# Best way to WOW you're friends with your new Droid BIONIC



## Soapinmouth (Jun 21, 2011)

Just tried the webtop hack to play it through the tv in my living room with everybody around, and I can tell I made alot of people jealous "WOOO what phone is that???", and didn't have to spend a penny on it. It's funny how everyone hates on webtop, when this is one of the coolest features to come to an android phone in a while. People are saying they don't want to upgrade until something comes out that really is different and new, this is it.


----------



## gatzbyrico (Jul 2, 2011)

Hey, this is my new Bionic usually works.


----------



## Soapinmouth (Jun 21, 2011)

Also lets me play some games fullscreen, I couldn't normally because its portrait mode only.



gatzbyrico said:


> Hey, this is my new Bionic usually works.


what?


----------



## krazienluv10 (Sep 25, 2011)

lol....


----------



## FastKatt (Jul 16, 2011)

I get it!


gatzbyrico said:


> Hey, this is my new Bionic usually works.


"When it's not loosing its network & has to be put in&out of Airplane Mode"...


----------



## jamesbond71272 (Oct 4, 2011)

FastKatt said:


> I get it!"When it's not loosing its network & has to be put in&out of Airplane Mode"...


Come on now, if you haven't asked questions at your local Verizon store.. don't hate on it. The PRL Version # is wrong and they need to put the right one in for your area and do a battery pull and your good. No more network issues.


----------



## FastKatt (Jul 16, 2011)

jamesbond71272 said:


> Come on now, if you haven't asked questions at your local Verizon store.. don't hate on it. The PRL Version # is wrong and they need to put the right one in for your area and do a battery pull and your good. No more network issues.


Please explain...
I was told it's a software issue & it won't be fixed til mid November...

Swyped on my Droid Bionic, sent via Tapatalk.


----------



## nerdslogic (Jul 7, 2011)

wait what? What do you do if you are rooted? Use LPP and hide SU?


----------



## FastKatt (Jul 16, 2011)

My PRL is 15044 it should be 15061...
Neither the store or the operator knew how to push an update that would correct the problem...
It had been escalated...
We'll see what happens in the next few days.
Thanks for the heads up

Swyped on my Droid Bionic, sent via Tapatalk.


----------



## dangerous (Jun 14, 2011)

my PRL is 15027....


----------



## Underwater Mike (Oct 6, 2011)

FastKatt said:


> Please explain...
> I was told it's a software issue & it won't be fixed til mid November...


Same here.


----------



## FastKatt (Jul 16, 2011)

I checked today,...
My PRL version is now: 15061

We'll see if my issues are fixed, or if I still loose my network.


----------



## cyberLURKER (Jul 25, 2011)

Testing a theory... I am on day two of "No network loss" only thing I have done is left wifi on


----------



## FastKatt (Jul 16, 2011)

I was thinking that going from Data to WiFi to Data was the problem...
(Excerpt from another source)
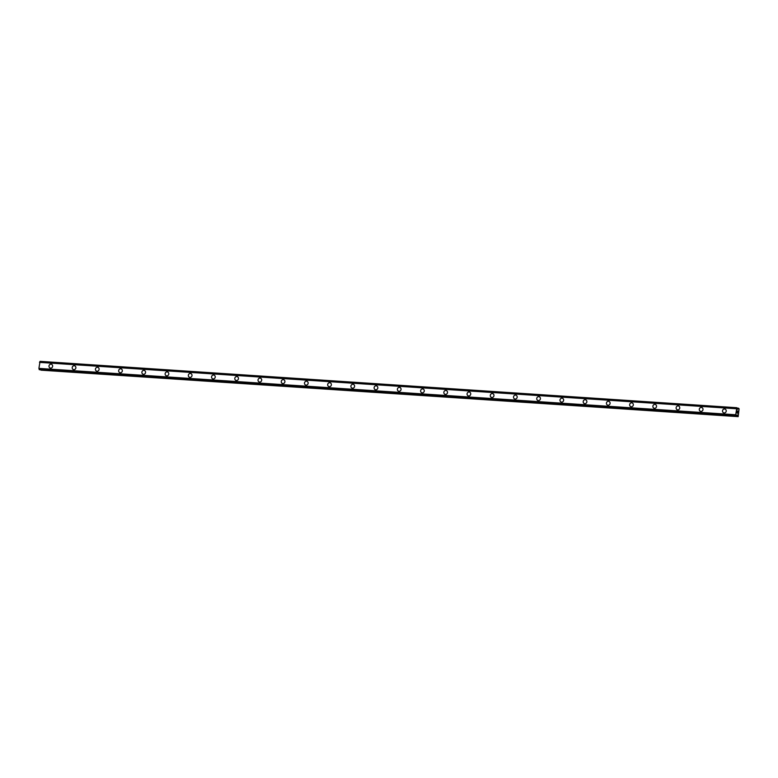 <?xml version="1.0" encoding="UTF-8"?>
<svg xmlns="http://www.w3.org/2000/svg" width="778" height="778" viewBox="0 0 778 778"><rect width="100%" height="100%" fill="white"/><g stroke="black" fill="none" stroke-linecap="round" stroke-linejoin="round"><path stroke-width="1.17" d="M50.259 368.062A1.994 1.838 106 0 1 50.998 364.172A1.994 1.838 106 0 1 52.622 366.467A1.994 1.838 106 0 1 50.259 368.062A1.994 1.838 106 0 1 51.008 364.172A1.994 1.838 106 0 1 51.358 364.24M73.482 369.608A1.994 1.838 106 0 1 74.231 365.718A1.994 1.838 106 0 1 75.845 368.013A1.994 1.838 106 0 1 73.482 369.608A1.994 1.838 106 0 1 74.231 365.718A1.994 1.838 106 0 1 74.581 365.786M96.715 371.155A1.994 1.838 106 0 1 97.454 367.265A1.994 1.838 106 0 1 99.069 369.56A1.994 1.838 106 0 1 96.715 371.155A1.994 1.838 106 0 1 97.454 367.265A1.994 1.838 106 0 1 97.814 367.323M119.938 372.701A1.994 1.838 106 0 1 120.687 368.811A1.994 1.838 106 0 1 122.302 371.106A1.994 1.838 106 0 1 119.938 372.701A1.994 1.838 106 0 1 120.687 368.811A1.994 1.838 106 0 1 121.037 368.869M143.162 374.247A1.994 1.838 106 0 1 143.911 370.357A1.994 1.838 106 0 1 145.525 372.652A1.994 1.838 106 0 1 143.162 374.247A1.994 1.838 106 0 1 143.911 370.357A1.994 1.838 106 0 1 144.27 370.416M166.395 375.793A1.994 1.838 106 0 1 167.134 371.903A1.994 1.838 106 0 1 168.758 374.199A1.994 1.838 106 0 1 166.395 375.793A1.994 1.838 106 0 1 167.134 371.903A1.994 1.838 106 0 1 167.494 371.962M189.618 377.34A1.994 1.838 106 0 1 190.367 373.45A1.994 1.838 106 0 1 191.981 375.745A1.994 1.838 106 0 1 189.618 377.34A1.994 1.838 106 0 1 190.367 373.45A1.994 1.838 106 0 1 190.717 373.508M212.841 378.886A1.994 1.838 106 0 1 213.59 374.996A1.994 1.838 106 0 1 215.205 377.291A1.994 1.838 106 0 1 212.841 378.886A1.994 1.838 106 0 1 213.59 374.996A1.994 1.838 106 0 1 213.95 375.054M236.074 380.432A1.994 1.838 106 0 1 236.813 376.542A1.994 1.838 106 0 1 238.438 378.837A1.994 1.838 106 0 1 236.074 380.432A1.994 1.838 106 0 1 236.813 376.542A1.994 1.838 106 0 1 237.173 376.601M259.298 381.979A1.994 1.838 106 0 1 260.046 378.089A1.994 1.838 106 0 1 261.661 380.374A1.994 1.838 106 0 1 259.298 381.979A1.994 1.838 106 0 1 260.046 378.089A1.994 1.838 106 0 1 260.397 378.147M282.531 383.525A1.994 1.838 106 0 1 283.27 379.635A1.994 1.838 106 0 1 284.884 381.92A1.994 1.838 106 0 1 282.531 383.525A1.994 1.838 106 0 1 283.27 379.635A1.994 1.838 106 0 1 283.63 379.693M305.754 385.071A1.994 1.838 106 0 1 306.493 381.181A1.994 1.838 106 0 1 308.117 383.466A1.994 1.838 106 0 1 305.754 385.071A1.994 1.838 106 0 1 306.503 381.181A1.994 1.838 106 0 1 306.853 381.239M328.977 386.617A1.994 1.838 106 0 1 329.726 382.718A1.994 1.838 106 0 1 331.34 385.013A1.994 1.838 106 0 1 328.977 386.617A1.994 1.838 106 0 1 329.726 382.727A1.994 1.838 106 0 1 330.076 382.786M352.21 388.164A1.994 1.838 106 0 1 352.949 384.264A1.994 1.838 106 0 1 354.564 386.559A1.994 1.838 106 0 1 352.21 388.164A1.994 1.838 106 0 1 352.949 384.264A1.994 1.838 106 0 1 353.309 384.332M375.434 389.71A1.994 1.838 106 0 1 376.173 385.81A1.994 1.838 106 0 1 377.797 388.105A1.994 1.838 106 0 1 375.434 389.71A1.994 1.838 106 0 1 376.182 385.81A1.994 1.838 106 0 1 376.533 385.878M398.657 391.246A1.994 1.838 106 0 1 399.406 387.356A1.994 1.838 106 0 1 401.02 389.652A1.994 1.838 106 0 1 398.657 391.246A1.994 1.838 106 0 1 399.406 387.356A1.994 1.838 106 0 1 399.766 387.425M421.89 392.793A1.994 1.838 106 0 1 422.629 388.903A1.994 1.838 106 0 1 424.243 391.198A1.994 1.838 106 0 1 421.89 392.793A1.994 1.838 106 0 1 422.629 388.903A1.994 1.838 106 0 1 422.989 388.971M445.113 394.339A1.994 1.838 106 0 1 445.862 390.449A1.994 1.838 106 0 1 447.476 392.744A1.994 1.838 106 0 1 445.113 394.339A1.994 1.838 106 0 1 445.862 390.449A1.994 1.838 106 0 1 446.212 390.517M468.337 395.885A1.994 1.838 106 0 1 469.085 391.995A1.994 1.838 106 0 1 470.7 394.29A1.994 1.838 106 0 1 468.337 395.885A1.994 1.838 106 0 1 469.085 391.995A1.994 1.838 106 0 1 469.445 392.054M491.57 397.432A1.994 1.838 106 0 1 492.309 393.542A1.994 1.838 106 0 1 493.933 395.837A1.994 1.838 106 0 1 491.57 397.432A1.994 1.838 106 0 1 492.309 393.542A1.994 1.838 106 0 1 492.669 393.6M514.793 398.978A1.994 1.838 106 0 1 515.542 395.088A1.994 1.838 106 0 1 517.156 397.383A1.994 1.838 106 0 1 514.793 398.978A1.994 1.838 106 0 1 515.542 395.088A1.994 1.838 106 0 1 515.892 395.146M538.016 400.524A1.994 1.838 106 0 1 538.765 396.634A1.994 1.838 106 0 1 540.379 398.929A1.994 1.838 106 0 1 538.016 400.524A1.994 1.838 106 0 1 538.765 396.634A1.994 1.838 106 0 1 539.125 396.692M561.249 402.07A1.994 1.838 106 0 1 561.988 398.18A1.994 1.838 106 0 1 563.612 400.476A1.994 1.838 106 0 1 561.249 402.07A1.994 1.838 106 0 1 561.998 398.18A1.994 1.838 106 0 1 562.348 398.239M584.472 403.617A1.994 1.838 106 0 1 585.221 399.727A1.994 1.838 106 0 1 586.836 402.022A1.994 1.838 106 0 1 584.472 403.617A1.994 1.838 106 0 1 585.221 399.727A1.994 1.838 106 0 1 585.571 399.785M607.706 405.163A1.994 1.838 106 0 1 608.445 401.273A1.994 1.838 106 0 1 610.059 403.568A1.994 1.838 106 0 1 607.706 405.163A1.994 1.838 106 0 1 608.445 401.273A1.994 1.838 106 0 1 608.804 401.331M630.929 406.709A1.994 1.838 106 0 1 631.668 402.819A1.994 1.838 106 0 1 633.292 405.105A1.994 1.838 106 0 1 630.929 406.709A1.994 1.838 106 0 1 631.678 402.819A1.994 1.838 106 0 1 632.028 402.878M654.152 408.256A1.994 1.838 106 0 1 654.901 404.365A1.994 1.838 106 0 1 656.515 406.651A1.994 1.838 106 0 1 654.152 408.256A1.994 1.838 106 0 1 654.901 404.365A1.994 1.838 106 0 1 655.251 404.424M677.385 409.802A1.994 1.838 106 0 1 678.124 405.912A1.994 1.838 106 0 1 679.739 408.197A1.994 1.838 106 0 1 677.385 409.802A1.994 1.838 106 0 1 678.124 405.912A1.994 1.838 106 0 1 678.484 405.97M700.608 411.348A1.994 1.838 106 0 1 701.357 407.448A1.994 1.838 106 0 1 702.972 409.743A1.994 1.838 106 0 1 700.608 411.348A1.994 1.838 106 0 1 701.357 407.448A1.994 1.838 106 0 1 701.707 407.516M723.832 412.894A1.994 1.838 106 0 1 724.581 408.995A1.994 1.838 106 0 1 726.195 411.29A1.994 1.838 106 0 1 723.832 412.894A1.994 1.838 106 0 1 724.581 408.995A1.994 1.838 106 0 1 724.94 409.063M737.038 413.05L737.106 412.311L737.038 413.05M737.505 413.186L737.573 412.447L737.505 413.186M737.525 413.283L737.077 412.301M737.262 411.776L737.311 410.93M737.495 411.261L737.641 411.757L737.495 411.261M737.641 411.757L737.719 410.979L737.641 411.757M737.661 411.97L737.35 411.047M40.057 361.352L736.863 407.721L735.706 414.762L736.056 416.045L737.233 414.927L738.166 416.648L739.1 408.79L737.116 408.11L738.555 408.207L737.525 409.364L736.873 407.721L40.067 361.352L38.9 368.393L39.415 369.725L736.221 416.094L39.425 369.725M40.806 369.813L738.166 416.648M736.435 408.518L39.629 362.149M736.377 408.586L39.571 362.217M736.289 408.742L39.493 362.373M735.706 414.762L38.9 368.393M735.755 414.946L38.949 368.577M735.793 415.044L38.988 368.675M738.448 408.294L737.116 408.207M736.815 407.769L40.009 361.391M736.776 407.828L39.97 361.459M736.747 407.935L39.941 361.556M735.978 415.773L39.172 369.404M735.988 415.89L39.182 369.521M736.007 415.967L39.201 369.599M736.056 416.045L39.25 369.676M737.33 415.082L736.815 415.044M737.651 416.376L40.855 370.007M737.758 416.531L40.952 370.163"/></g></svg>

Swyped on my Droid Bionic, sent via Tapatalk.


----------



## dspolen (Jun 7, 2011)

You can't change you're prl with Lte. That's only for 3g.


----------



## dangerous (Jun 14, 2011)

I have my LTE off and phone is in 3G mode..


----------



## FastKatt (Jul 16, 2011)

Even with the PRL changed...
I am still loosing my data connection...

Guess I wait 'til mid-November...


----------



## JKoeringMN (Sep 15, 2011)

I recently had an issue where I wasn't connecting to 4g for more than second before it would turn off. Solid 3g though. of course my phone is rooted so I FXZ back to stock and make it look good before I took it in . Anyway, they replaced the sim card and now I haven't had any issues.


----------



## cstrife999 (Aug 8, 2011)

FastKatt said:


> Even with the PRL changed...
> I am still loosing my data connection...
> 
> Guess I wait 'til mid-November...


That sounds like you may have a bad phone... Never lost data here...


----------



## FastKatt (Jul 16, 2011)

JKoeringMN said:


> I recently had an issue where I wasn't connecting to 4g for more than second before it would turn off. Solid 3g though. of course my phone is rooted so I FXZ back to stock and make it look good before I took it in . Anyway, they replaced the sim card and now I haven't had any issues.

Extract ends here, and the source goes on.